Once a bank frees up capacity for bankers to focus on maximizing customer interactions and driving sales, the question becomes: How to make the most of that newfound capacity?
Despite the temptation to rush ahead, bankers would do well to slow down and take time to do things effectively. In order to deliver more frequent and higher-quality customer and prospect interactions, management should begin by thinking through the key components of sales and relationship management:
Client and Prospect Segmentation: i.e., Are you spending time with the right people and do you have the correct number of high-value relationships in your portfolio?
Pre-Call Planning: Create scenarios where multiple lines of business can engage by planning in advance of customer contact points to ensure you are positioning the bank as a thought partner.
Relationship Development Planning: On an annual basis, begin thinking through and setting long-term goals with accounts.
Team Leader Function: Bankers need team leaders in place to ensure that change actually happens and is sustainable over time.
As bankers shift roles and mindsets to focus on sales and relationships, change management becomes critical. Bankers should be comfortable playing a more holistic—yet collaborative—role in their customers’ experiences: surrendering complete ownership of certain relationships while working more closely with teammates in administrative and credit roles in others. Additionally, a framework underscoring new goals needs to be put into place to determine, among other things, which activities drive the best results and which are suboptimal. As always, it’s important to be realistic. Bankers should find the few elements that they think are going to be drivers of revenue and apply focus; only a small number can be implemented and sustained at once.

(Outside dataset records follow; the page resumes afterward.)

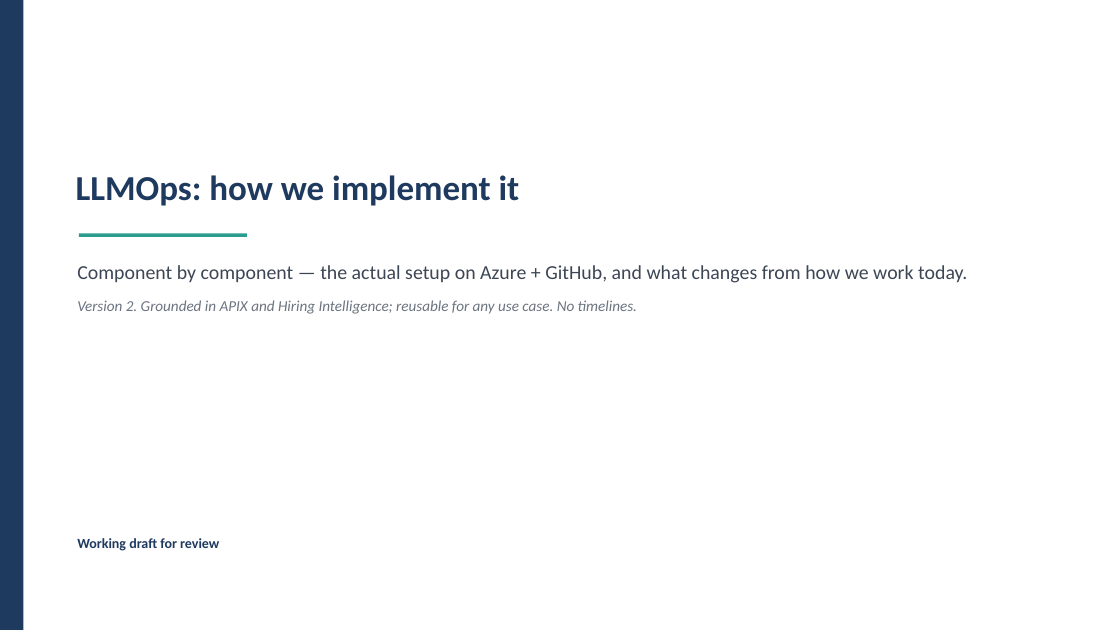
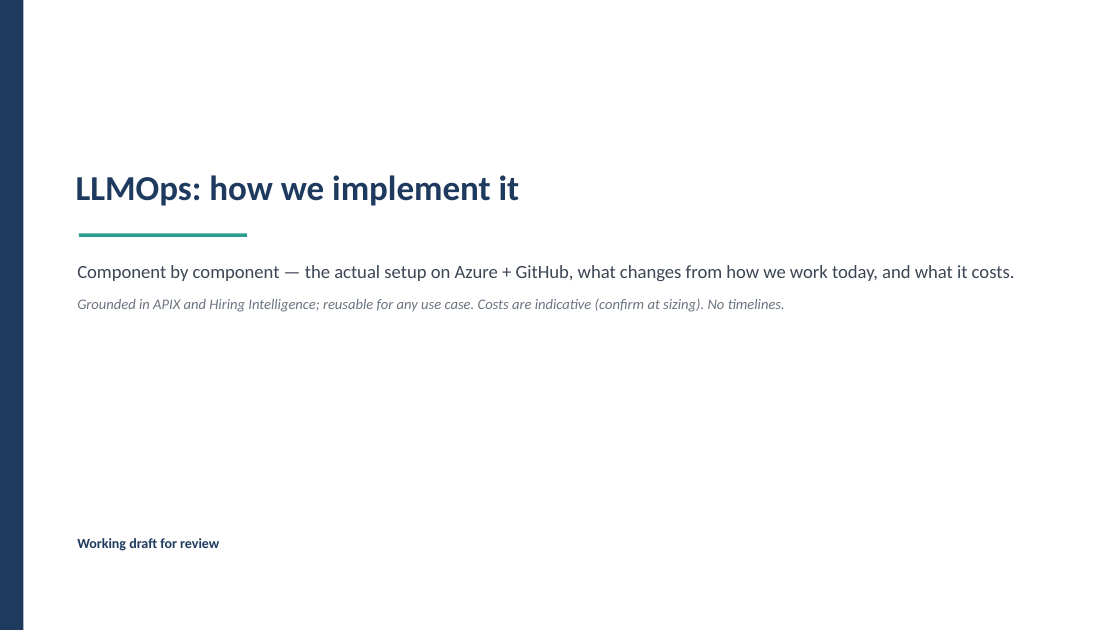
Before and after one commit to shyamanugu/LLMOps, a slide deck: slide 1 of 5thAug/v2/presentation/LLMOps-Implementation-v2.pptx. Drawn at 1120x630 pixels with LibreOffice and Linux fonts; fonts in the diff are those of the drawing. Boxes give left, top, right and bottom in pixels: in the first picture for what was removed or moved away, otherwise in the second. Text is boxed around its words. In the diff, an @@ line names an element or a change of style, - is before the commit and + after.

```diff
--- a/5thAug/v2/presentation/LLMOps-Implementation-v2.pptx
+++ b/5thAug/v2/presentation/LLMOps-Implementation-v2.pptx
@@ text at <box>77,265,1015,312</box>: text changed; size 17 to 12.5 pt; text colour #3C4654 to #6B7480; italic on @@
-Component by component — the actual setup on Azure + GitHub, and what changes from how we work today.
-Version 2. Grounded in APIX and Hiring Intelligence; reusable for any use case. No timelines.
+Component by component — the actual setup on Azure + GitHub, what changes from how we work today, and what it costs.
+Grounded in APIX and Hiring Intelligence; reusable for any use case. Costs are indicative (confirm at sizing). No timelines.
```
Also in this commit, not shown: 6 other slides changed, 17 slides added, 14 slides removed, 12 other files.

Banks may see an immediate benefit from their LOS, but using data to make consistent improvements is the only way to ensure it delivers long-term results.
To that end, it’s important to put together reports outlining milestones for various points in the process, such as: the time it takes from application to credit decision, the amount of applications taken in when underwriting is done in-house, and which factors correlate with an approval or decline. For example, banks can check against those milestones to pinpoint the root cause of a growing decline rate. What’s more, by cross-slicing the data, banks can gain insight into which sales tactics are most effective, whether underwriting guidelines and/or credit apparatuses are too strict, and several other key growth factors. It’s crucial that organizations continually evaluate their performance against such KPIs.
Regulatory requirements also get lost in the fray upon initial implementation, and effective reporting capabilities aren’t uncommon for an LOS. Circling back and involving regulatory partners early on in the process not only improves regulatory functions, but overall line efficiencies, as well.
What’s more, when it comes to issuing reports, these requirements should be made a priority—especially considering the natural tendency, once an LOS has been implemented, to create more and more ad-hoc reports. It’s important to not go down the rabbit hole. In addition to regulatory reporting, creating a standardized set of impactful reports will minimize confusion around leveraging data.
Making an LOS work for your bank isn’t a discrete, onetime fix—it can’t just be implemented without follow-up steps. But, for many, bringing in a new LOS is a turning point, an opportunity for organizations to view their processes and peoples’ roles in them more clearly.
That clarity might present challenges of its own, with several top-line priorities jockeying for position. Success will require bank leaders to step back and take in the bird’s-eye view—to avoid getting overwhelmed by the opportunities and instead adopt a data-centric, measured approach, advancing incremental yet executable changes across their organizations to achieve scalable growth.
An LOS itself is not the future, but simply the first step forward.